The trial is over and the verdict out.
There are many scholarly writers to address sadness, anger and disbelief but I'm not much of a political animal. Autism is part of so many people's lives and public awareness grows daily. So much of it is a different way of being or thinking. I may not understand it very well but then I don’t understand Alzheimer’s either.
Autism has become very ordinary to us as a family and certainly not newsworthy. So instead of berating the ugliness of the world, today I choose to celebrate the ordinary, as autism doesn't exist in a vacuum.
I sit in the doctor's waiting room with my eight and a half year old son on my lap and a nod to the receptionist. She sits behind frosted glass wearing a military jacket, purple hair and a smile that could melt ice. She clatters away at a manual typewriter surrounded by stacks of patient files. My son's head burrows into my arm pit trying to disappear. A weekly visit to the wart doctor is an trial added burden that we could do without. These days he is aware that his behaviour is socially inappropriate, but he doesn't care right this moment. I stroke his silky hair and chat. “Ooo look at that big tree out there! Can you see all those squirrels scurrying up and down the trunk? It's quite a traffic jam.” He pays no heed, wrapped up in the anticipation of imminent physical pain. I glance at the calendar on the wall and count backwards to the date when my eldest daughter needs to go and have her Malaria parasites counted again.
My mind fills again with my father's graphic descriptions of diseases in the Tropics during his long Naval career. The memories of his youth are clear and sharp, but Alzheimer's has dissipated the here and now. I peek at my wrist watch to figure out how long we have until Wednesday afternoon's double session of speech therapy and occupational therapy for the boys. I run down my list of current occupational therapy goals to give to the therapists, will they really be willing to help with the hair washing life skills? Maybe next year he'll learn how to manipulate that dastardly pencil sharpener?
I need to make another dental appointment for them all, as we missed the right day due to scheduling conflicts and an unexpectedly long trip to England. I remind myself to email my new sister in law and assure her that her new husband's heart murmour is a genetic glitch, that a stroke or heart attack are probably still light years away. I scribble on the back of my hand to remind myself to pick up spouse's prescriptions, diabetes and high cholesterol. How will I ever get the bed stripped, washed and re-made before tonight after yet another accident?
The homework schedule is backed up due to an unexpected bonus, a rogue moment of spontaneity that bowled us over, instigated by the chance hearing of a couple of bars of a pop song. My son climbed on the counter to turn off the radio, but not before the little one jumped off his chair to break dance on the floorboards. The break in routine, also broke the thread of concentration. “Didya see him mom? He's actually quite good,” she comments with genuine surprise. “Hey do it again, why dontcha?” Not only did he listen to her request, but willingly obliged, a silent re-run. She joined him on the floorboards, “teach me why dontcha, come one, you can do it?” They all joined in, all three of them, a hybrid cross over between Cossack dancers and inebriated rabbits on ice.
I wince to recall my international telephone call home to my dad. It's a reaction grafted onto the guilt of a giggle. I wanted to check to see how my mum's hysterectomy surgery went, eight hours ahead of where we now, marking time in the waiting room. “Well you have to understand that it was a big operation for your mother at her age,” he soothed. “The hospital haven't telephoned to tell us anything or course, they're an absolute shower.”

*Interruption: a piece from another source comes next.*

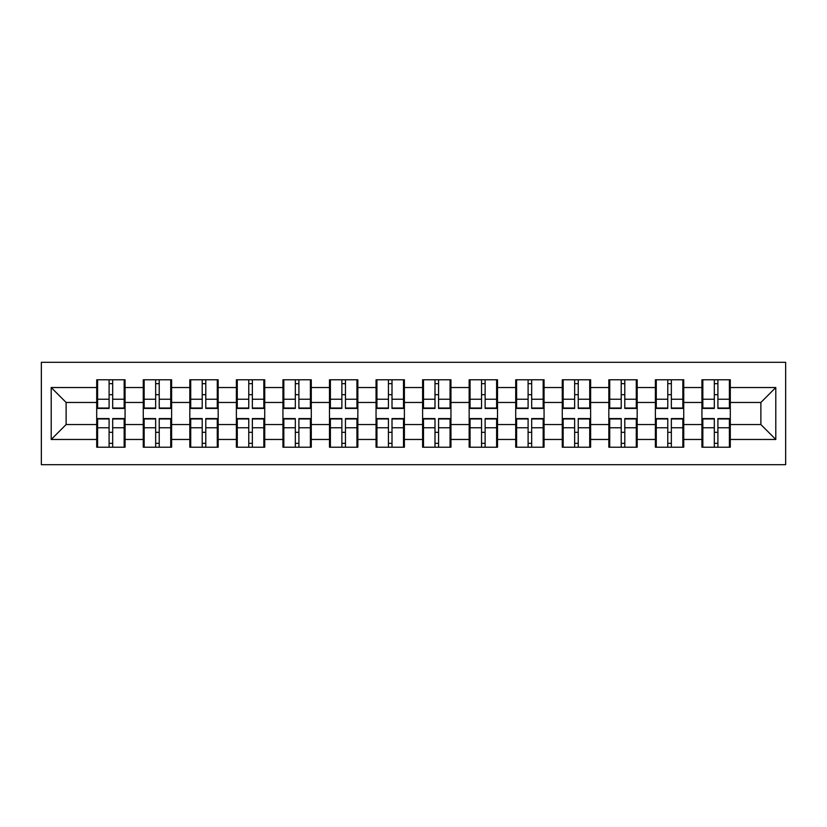 <?xml version="1.0" encoding="UTF-8"?>
<svg xmlns="http://www.w3.org/2000/svg" width="827" height="827" viewBox="0 0 827 827"><rect width="100%" height="100%" fill="white"/><g stroke="black" fill="none" stroke-linecap="round" stroke-linejoin="round"><path stroke-width="1.24" d="M41.35 464.681L785.65 464.681L785.65 362.319L41.35 362.319L41.35 464.681M730.293 432.449L729.393 432.449M702.836 432.449L701.937 432.449M701.937 394.551L702.836 394.551M729.393 394.551L730.293 394.551M730.293 390.664L729.393 390.664M702.836 390.664L701.937 390.664M701.937 436.336L702.836 436.336M729.393 436.336L730.293 436.336M683.733 432.449L682.844 432.449M656.276 432.449L655.387 432.449M655.387 394.551L656.276 394.551M682.844 394.551L683.733 394.551M683.733 390.664L682.844 390.664M656.276 390.664L655.387 390.664M655.387 436.336L656.276 436.336M682.844 436.336L683.733 436.336M637.183 432.449L636.283 432.449M609.726 432.449L608.827 432.449M608.827 394.551L609.726 394.551M636.283 394.551L637.183 394.551M637.183 390.664L636.283 390.664M609.726 390.664L608.827 390.664M608.827 436.336L609.726 436.336M636.283 436.336L637.183 436.336M590.623 432.449L589.723 432.449M563.166 432.449L562.267 432.449M562.267 394.551L563.166 394.551M589.723 394.551L590.623 394.551M590.623 390.664L589.723 390.664M563.166 390.664L562.267 390.664M562.267 436.336L563.166 436.336M589.723 436.336L590.623 436.336M544.063 432.449L543.174 432.449M516.606 432.449L515.717 432.449M515.717 394.551L516.606 394.551M543.174 394.551L544.063 394.551M544.063 390.664L543.174 390.664M516.606 390.664L515.717 390.664M515.717 436.336L516.606 436.336M543.174 436.336L544.063 436.336M497.513 432.449L496.613 432.449M470.056 432.449L469.157 432.449M469.157 394.551L470.056 394.551M496.613 394.551L497.513 394.551M497.513 390.664L496.613 390.664M470.056 390.664L469.157 390.664M469.157 436.336L470.056 436.336M496.613 436.336L497.513 436.336M450.953 432.449L450.053 432.449M423.496 432.449L422.607 432.449M422.607 394.551L423.496 394.551M450.053 394.551L450.953 394.551M450.953 390.664L450.053 390.664M423.496 390.664L422.607 390.664M422.607 436.336L423.496 436.336M450.053 436.336L450.953 436.336M404.393 432.449L403.504 432.449M376.947 432.449L376.047 432.449M376.047 394.551L376.947 394.551M403.504 394.551L404.393 394.551M404.393 390.664L403.504 390.664M376.947 390.664L376.047 390.664M376.047 436.336L376.947 436.336M403.504 436.336L404.393 436.336M357.843 432.449L356.944 432.449M330.387 432.449L329.487 432.449M329.487 394.551L330.387 394.551M356.944 394.551L357.843 394.551M357.843 390.664L356.944 390.664M330.387 390.664L329.487 390.664M329.487 436.336L330.387 436.336M356.944 436.336L357.843 436.336M311.283 432.449L310.394 432.449M283.826 432.449L282.937 432.449M282.937 394.551L283.826 394.551M310.394 394.551L311.283 394.551M311.283 390.664L310.394 390.664M283.826 390.664L282.937 390.664M282.937 436.336L283.826 436.336M310.394 436.336L311.283 436.336M264.733 432.449L263.834 432.449M237.277 432.449L236.377 432.449M236.377 394.551L237.277 394.551M263.834 394.551L264.733 394.551M264.733 390.664L263.834 390.664M237.277 390.664L236.377 390.664M236.377 436.336L237.277 436.336M263.834 436.336L264.733 436.336M218.173 432.449L217.274 432.449M190.717 432.449L189.817 432.449M189.817 394.551L190.717 394.551M217.274 394.551L218.173 394.551M218.173 390.664L217.274 390.664M190.717 390.664L189.817 390.664M189.817 436.336L190.717 436.336M217.274 436.336L218.173 436.336M171.613 432.449L170.724 432.449M144.156 432.449L143.267 432.449M143.267 394.551L144.156 394.551M170.724 394.551L171.613 394.551M171.613 390.664L170.724 390.664M144.156 390.664L143.267 390.664M143.267 436.336L144.156 436.336M170.724 436.336L171.613 436.336M760.881 424.54L760.881 402.46L730.293 402.46L730.293 424.54L760.881 424.54L775.798 439.468L775.798 387.532L730.293 387.532L730.293 379.779L701.937 379.779L701.937 402.46L683.733 402.46L683.733 424.54L701.937 424.54L701.937 402.46M775.798 439.468L730.293 439.468L730.293 447.221L701.937 447.221L701.937 439.468L683.733 439.468L683.733 447.221L655.387 447.221L655.387 439.468L637.183 439.468L637.183 447.221L608.827 447.221L608.827 439.468L590.623 439.468L590.623 447.221L562.267 447.221L562.267 439.468L544.063 439.468L544.063 447.221L515.717 447.221L515.717 439.468L497.513 439.468L497.513 447.221L469.157 447.221L469.157 439.468L450.953 439.468L450.953 447.221L422.607 447.221L422.607 439.468L404.393 439.468L404.393 447.221L376.047 447.221L376.047 439.468L357.843 439.468L357.843 447.221L329.487 447.221L329.487 439.468L311.283 439.468L311.283 447.221L282.937 447.221L282.937 439.468L264.733 439.468L264.733 447.221L236.377 447.221L236.377 439.468L218.173 439.468L218.173 447.221L189.817 447.221L189.817 439.468L171.613 439.468L171.613 447.221L143.267 447.221L143.267 439.468L125.063 439.468L125.063 447.221L96.707 447.221L96.707 439.468L51.202 439.468L51.202 387.532L96.707 387.532L96.707 402.46L66.119 402.46L66.119 424.54L96.707 424.54L96.707 402.46M701.937 387.532L683.733 387.532L683.733 379.779L655.387 379.779L655.387 387.532L637.183 387.532L637.183 379.779L608.827 379.779L608.827 387.532L590.623 387.532L590.623 379.779L562.267 379.779L562.267 387.532L544.063 387.532L544.063 379.779L515.717 379.779L515.717 387.532L497.513 387.532L497.513 379.779L469.157 379.779L469.157 387.532L450.953 387.532L450.953 379.779L422.607 379.779L422.607 387.532L404.393 387.532L404.393 379.779L376.047 379.779L376.047 387.532L357.843 387.532L357.843 379.779L329.487 379.779L329.487 387.532L311.283 387.532L311.283 379.779L282.937 379.779L282.937 387.532L264.733 387.532L264.733 379.779L236.377 379.779L236.377 387.532L218.173 387.532L218.173 379.779L189.817 379.779L189.817 387.532L171.613 387.532L171.613 379.779L143.267 379.779L143.267 387.532L125.063 387.532L125.063 379.779L96.707 379.779L96.707 387.532M701.937 424.54L701.937 439.468M683.733 424.54L683.733 439.468M683.733 387.532L683.733 402.46M637.183 424.54L655.387 424.54L655.387 402.46L637.183 402.46L637.183 439.468M655.387 424.54L655.387 439.468M655.387 387.532L655.387 402.46M637.183 387.532L637.183 402.46M590.623 424.54L608.827 424.54L608.827 402.46L590.623 402.46L590.623 439.468M608.827 424.54L608.827 439.468M608.827 387.532L608.827 402.46M590.623 387.532L590.623 402.46M544.063 424.54L562.267 424.54L562.267 402.46L544.063 402.46L544.063 439.468M562.267 424.54L562.267 439.468M562.267 387.532L562.267 402.46M544.063 387.532L544.063 402.46M497.513 424.54L515.717 424.54L515.717 402.46L497.513 402.46L497.513 439.468M515.717 424.54L515.717 439.468M515.717 387.532L515.717 402.46M497.513 387.532L497.513 402.46M450.953 424.54L469.157 424.54L469.157 402.46L450.953 402.46L450.953 439.468M469.157 424.54L469.157 439.468M469.157 387.532L469.157 402.46M450.953 387.532L450.953 402.46M404.393 424.54L422.607 424.54L422.607 402.46L404.393 402.46L404.393 439.468M422.607 424.54L422.607 439.468M422.607 387.532L422.607 402.46M404.393 387.532L404.393 402.46M357.843 424.54L376.047 424.54L376.047 402.46L357.843 402.46L357.843 439.468M376.047 424.54L376.047 439.468M376.047 387.532L376.047 402.46M357.843 387.532L357.843 402.46M311.283 424.54L329.487 424.54L329.487 402.46L311.283 402.46L311.283 439.468M329.487 424.54L329.487 439.468M329.487 387.532L329.487 402.46M311.283 387.532L311.283 402.46M264.733 424.54L282.937 424.54L282.937 402.46L264.733 402.46L264.733 439.468M282.937 424.54L282.937 439.468M282.937 387.532L282.937 402.46M264.733 387.532L264.733 402.46M218.173 424.54L236.377 424.54L236.377 402.46L218.173 402.46L218.173 439.468M236.377 424.54L236.377 439.468M236.377 387.532L236.377 402.46M218.173 387.532L218.173 402.46M171.613 424.54L189.817 424.54L189.817 402.46L171.613 402.46L171.613 439.468M189.817 424.54L189.817 439.468M189.817 387.532L189.817 402.46M171.613 387.532L171.613 402.46M125.063 424.54L143.267 424.54L143.267 402.46L125.063 402.46L125.063 439.468M143.267 424.54L143.267 439.468M143.267 387.532L143.267 402.46M125.063 387.532L125.063 402.46M125.063 432.449L124.164 432.449M97.607 432.449L96.707 432.449M96.707 394.551L97.607 394.551M124.164 394.551L125.063 394.551M125.063 390.664L124.164 390.664M97.607 390.664L96.707 390.664M96.707 436.336L97.607 436.336M124.164 436.336L125.063 436.336M96.707 424.54L96.707 439.468M66.119 424.54L51.202 439.468M51.202 387.532L66.119 402.46M730.293 424.54L730.293 439.468M730.293 387.532L730.293 402.46M775.798 387.532L760.881 402.46M124.164 379.779L124.164 408.424L112.679 408.424L112.679 379.779M109.092 379.779L109.092 408.424L97.607 408.424L97.607 379.779M109.092 383.656L112.679 383.656M112.679 394.696L109.092 394.696M97.607 447.221L97.607 418.576L109.092 418.576L109.092 447.221M112.679 447.221L112.679 418.576L124.164 418.576L124.164 447.221M112.679 443.344L109.092 443.344M109.092 432.304L112.679 432.304M170.724 379.779L170.724 408.424L159.229 408.424L159.229 379.779M155.652 379.779L155.652 408.424L144.156 408.424L144.156 379.779M155.652 383.656L159.229 383.656M159.229 394.696L155.652 394.696M217.274 379.779L217.274 408.424L205.789 408.424L205.789 379.779M202.212 379.779L202.212 408.424L190.717 408.424L190.717 379.779M202.212 383.656L205.789 383.656M205.789 394.696L202.212 394.696M263.834 379.779L263.834 408.424L252.349 408.424L252.349 379.779M248.762 379.779L248.762 408.424L237.277 408.424L237.277 379.779M248.762 383.656L252.349 383.656M252.349 394.696L248.762 394.696M310.394 379.779L310.394 408.424L298.898 408.424L298.898 379.779M295.322 379.779L295.322 408.424L283.826 408.424L283.826 379.779M295.322 383.656L298.898 383.656M298.898 394.696L295.322 394.696M356.944 379.779L356.944 408.424L345.459 408.424L345.459 379.779M341.871 379.779L341.871 408.424L330.387 408.424L330.387 379.779M341.871 383.656L345.459 383.656M345.459 394.696L341.871 394.696M144.156 447.221L144.156 418.576L155.652 418.576L155.652 447.221M159.229 447.221L159.229 418.576L170.724 418.576L170.724 447.221M159.229 443.344L155.652 443.344M155.652 432.304L159.229 432.304M190.717 447.221L190.717 418.576L202.212 418.576L202.212 447.221M205.789 447.221L205.789 418.576L217.274 418.576L217.274 447.221M205.789 443.344L202.212 443.344M202.212 432.304L205.789 432.304M237.277 447.221L237.277 418.576L248.762 418.576L248.762 447.221M252.349 447.221L252.349 418.576L263.834 418.576L263.834 447.221M252.349 443.344L248.762 443.344M248.762 432.304L252.349 432.304M283.826 447.221L283.826 418.576L295.322 418.576L295.322 447.221M298.898 447.221L298.898 418.576L310.394 418.576L310.394 447.221M298.898 443.344L295.322 443.344M295.322 432.304L298.898 432.304M330.387 447.221L330.387 418.576L341.871 418.576L341.871 447.221M345.459 447.221L345.459 418.576L356.944 418.576L356.944 447.221M345.459 443.344L341.871 443.344M341.871 432.304L345.459 432.304M403.504 379.779L403.504 408.424L392.008 408.424L392.008 379.779M388.432 379.779L388.432 408.424L376.947 408.424L376.947 379.779M388.432 383.656L392.008 383.656M392.008 394.696L388.432 394.696M376.947 447.221L376.947 418.576L388.432 418.576L388.432 447.221M392.008 447.221L392.008 418.576L403.504 418.576L403.504 447.221M392.008 443.344L388.432 443.344M388.432 432.304L392.008 432.304M450.053 379.779L450.053 408.424L438.568 408.424L438.568 379.779M434.992 379.779L434.992 408.424L423.496 408.424L423.496 379.779M434.992 383.656L438.568 383.656M438.568 394.696L434.992 394.696M423.496 447.221L423.496 418.576L434.992 418.576L434.992 447.221M438.568 447.221L438.568 418.576L450.053 418.576L450.053 447.221M438.568 443.344L434.992 443.344M434.992 432.304L438.568 432.304M496.613 379.779L496.613 408.424L485.129 408.424L485.129 379.779M481.541 379.779L481.541 408.424L470.056 408.424L470.056 379.779M481.541 383.656L485.129 383.656M485.129 394.696L481.541 394.696M470.056 447.221L470.056 418.576L481.541 418.576L481.541 447.221M485.129 447.221L485.129 418.576L496.613 418.576L496.613 447.221M485.129 443.344L481.541 443.344M481.541 432.304L485.129 432.304M543.174 379.779L543.174 408.424L531.678 408.424L531.678 379.779M528.102 379.779L528.102 408.424L516.606 408.424L516.606 379.779M528.102 383.656L531.678 383.656M531.678 394.696L528.102 394.696M516.606 447.221L516.606 418.576L528.102 418.576L528.102 447.221M531.678 447.221L531.678 418.576L543.174 418.576L543.174 447.221M531.678 443.344L528.102 443.344M528.102 432.304L531.678 432.304M589.723 379.779L589.723 408.424L578.238 408.424L578.238 379.779M574.651 379.779L574.651 408.424L563.166 408.424L563.166 379.779M574.651 383.656L578.238 383.656M578.238 394.696L574.651 394.696M563.166 447.221L563.166 418.576L574.651 418.576L574.651 447.221M578.238 447.221L578.238 418.576L589.723 418.576L589.723 447.221M578.238 443.344L574.651 443.344M574.651 432.304L578.238 432.304M636.283 379.779L636.283 408.424L624.788 408.424L624.788 379.779M621.211 379.779L621.211 408.424L609.726 408.424L609.726 379.779M621.211 383.656L624.788 383.656M624.788 394.696L621.211 394.696M609.726 447.221L609.726 418.576L621.211 418.576L621.211 447.221M624.788 447.221L624.788 418.576L636.283 418.576L636.283 447.221M624.788 443.344L621.211 443.344M621.211 432.304L624.788 432.304M682.844 379.779L682.844 408.424L671.348 408.424L671.348 379.779M667.771 379.779L667.771 408.424L656.276 408.424L656.276 379.779M667.771 383.656L671.348 383.656M671.348 394.696L667.771 394.696M656.276 447.221L656.276 418.576L667.771 418.576L667.771 447.221M671.348 447.221L671.348 418.576L682.844 418.576L682.844 447.221M671.348 443.344L667.771 443.344M667.771 432.304L671.348 432.304M729.393 379.779L729.393 408.424L717.908 408.424L717.908 379.779M714.321 379.779L714.321 408.424L702.836 408.424L702.836 379.779M714.321 383.656L717.908 383.656M717.908 394.696L714.321 394.696M702.836 447.221L702.836 418.576L714.321 418.576L714.321 447.221M717.908 447.221L717.908 418.576L729.393 418.576L729.393 447.221M717.908 443.344L714.321 443.344M714.321 432.304L717.908 432.304M109.092 399.224L97.607 399.224M109.092 408.042L97.607 408.042M124.164 399.224L112.679 399.224M124.164 408.042L112.679 408.042M112.679 427.776L124.164 427.776M112.679 418.958L124.164 418.958M97.607 427.776L109.092 427.776M97.607 418.958L109.092 418.958M155.652 399.224L144.156 399.224M155.652 408.042L144.156 408.042M170.724 399.224L159.229 399.224M170.724 408.042L159.229 408.042M202.212 399.224L190.717 399.224M202.212 408.042L190.717 408.042M217.274 399.224L205.789 399.224M217.274 408.042L205.789 408.042M248.762 399.224L237.277 399.224M248.762 408.042L237.277 408.042M263.834 399.224L252.349 399.224M263.834 408.042L252.349 408.042M295.322 399.224L283.826 399.224M295.322 408.042L283.826 408.042M310.394 399.224L298.898 399.224M310.394 408.042L298.898 408.042M341.871 399.224L330.387 399.224M341.871 408.042L330.387 408.042M356.944 399.224L345.459 399.224M356.944 408.042L345.459 408.042M159.229 427.776L170.724 427.776M159.229 418.958L170.724 418.958M144.156 427.776L155.652 427.776M144.156 418.958L155.652 418.958M205.789 427.776L217.274 427.776M205.789 418.958L217.274 418.958M190.717 427.776L202.212 427.776M190.717 418.958L202.212 418.958M252.349 427.776L263.834 427.776M252.349 418.958L263.834 418.958M237.277 427.776L248.762 427.776M237.277 418.958L248.762 418.958M298.898 427.776L310.394 427.776M298.898 418.958L310.394 418.958M283.826 427.776L295.322 427.776M283.826 418.958L295.322 418.958M345.459 427.776L356.944 427.776M345.459 418.958L356.944 418.958M330.387 427.776L341.871 427.776M330.387 418.958L341.871 418.958M388.432 399.224L376.947 399.224M388.432 408.042L376.947 408.042M403.504 399.224L392.008 399.224M403.504 408.042L392.008 408.042M392.008 427.776L403.504 427.776M392.008 418.958L403.504 418.958M376.947 427.776L388.432 427.776M376.947 418.958L388.432 418.958M434.992 399.224L423.496 399.224M434.992 408.042L423.496 408.042M450.053 399.224L438.568 399.224M450.053 408.042L438.568 408.042M438.568 427.776L450.053 427.776M438.568 418.958L450.053 418.958M423.496 427.776L434.992 427.776M423.496 418.958L434.992 418.958M481.541 399.224L470.056 399.224M481.541 408.042L470.056 408.042M496.613 399.224L485.129 399.224M496.613 408.042L485.129 408.042M485.129 427.776L496.613 427.776M485.129 418.958L496.613 418.958M470.056 427.776L481.541 427.776M470.056 418.958L481.541 418.958M528.102 399.224L516.606 399.224M528.102 408.042L516.606 408.042M543.174 399.224L531.678 399.224M543.174 408.042L531.678 408.042M531.678 427.776L543.174 427.776M531.678 418.958L543.174 418.958M516.606 427.776L528.102 427.776M516.606 418.958L528.102 418.958M574.651 399.224L563.166 399.224M574.651 408.042L563.166 408.042M589.723 399.224L578.238 399.224M589.723 408.042L578.238 408.042M578.238 427.776L589.723 427.776M578.238 418.958L589.723 418.958M563.166 427.776L574.651 427.776M563.166 418.958L574.651 418.958M621.211 399.224L609.726 399.224M621.211 408.042L609.726 408.042M636.283 399.224L624.788 399.224M636.283 408.042L624.788 408.042M624.788 427.776L636.283 427.776M624.788 418.958L636.283 418.958M609.726 427.776L621.211 427.776M609.726 418.958L621.211 418.958M667.771 399.224L656.276 399.224M667.771 408.042L656.276 408.042M682.844 399.224L671.348 399.224M682.844 408.042L671.348 408.042M671.348 427.776L682.844 427.776M671.348 418.958L682.844 418.958M656.276 427.776L667.771 427.776M656.276 418.958L667.771 418.958M714.321 399.224L702.836 399.224M714.321 408.042L702.836 408.042M729.393 399.224L717.908 399.224M729.393 408.042L717.908 408.042M717.908 427.776L729.393 427.776M717.908 418.958L729.393 418.958M702.836 427.776L714.321 427.776M702.836 418.958L714.321 418.958"/></g></svg>

“Did you go up to visit dad?”
“Visit mum in the hospital?”
“Oh no. She won't be up to having visitors until tomorrow, maybe. A lobotomy is a serious business you know.” I blanch and pinch my nose to stop the snort's escape.
As my mother would say 'life is simple when it is boring.' The niggly little trials and tribulations of everyday life, can drag us down if we let them. Few of us enjoy the life we believe we so richly deserve or anticipate.
I can't tell you what kind of a life style we 'ought' to have had, I can only tell you a little bit about our lives with autism. Whatever life you have, be sure that if you expect misery, it shall surely find you. For my own part, I much prefer our own boring little version to a more newsworthy alternative.
All anyone wants is a long life time of the little ordinaries. No-one should steal away the ordinaries, both Katies own and the love she shared with her family.
I wish for you, a very ordinary day of life.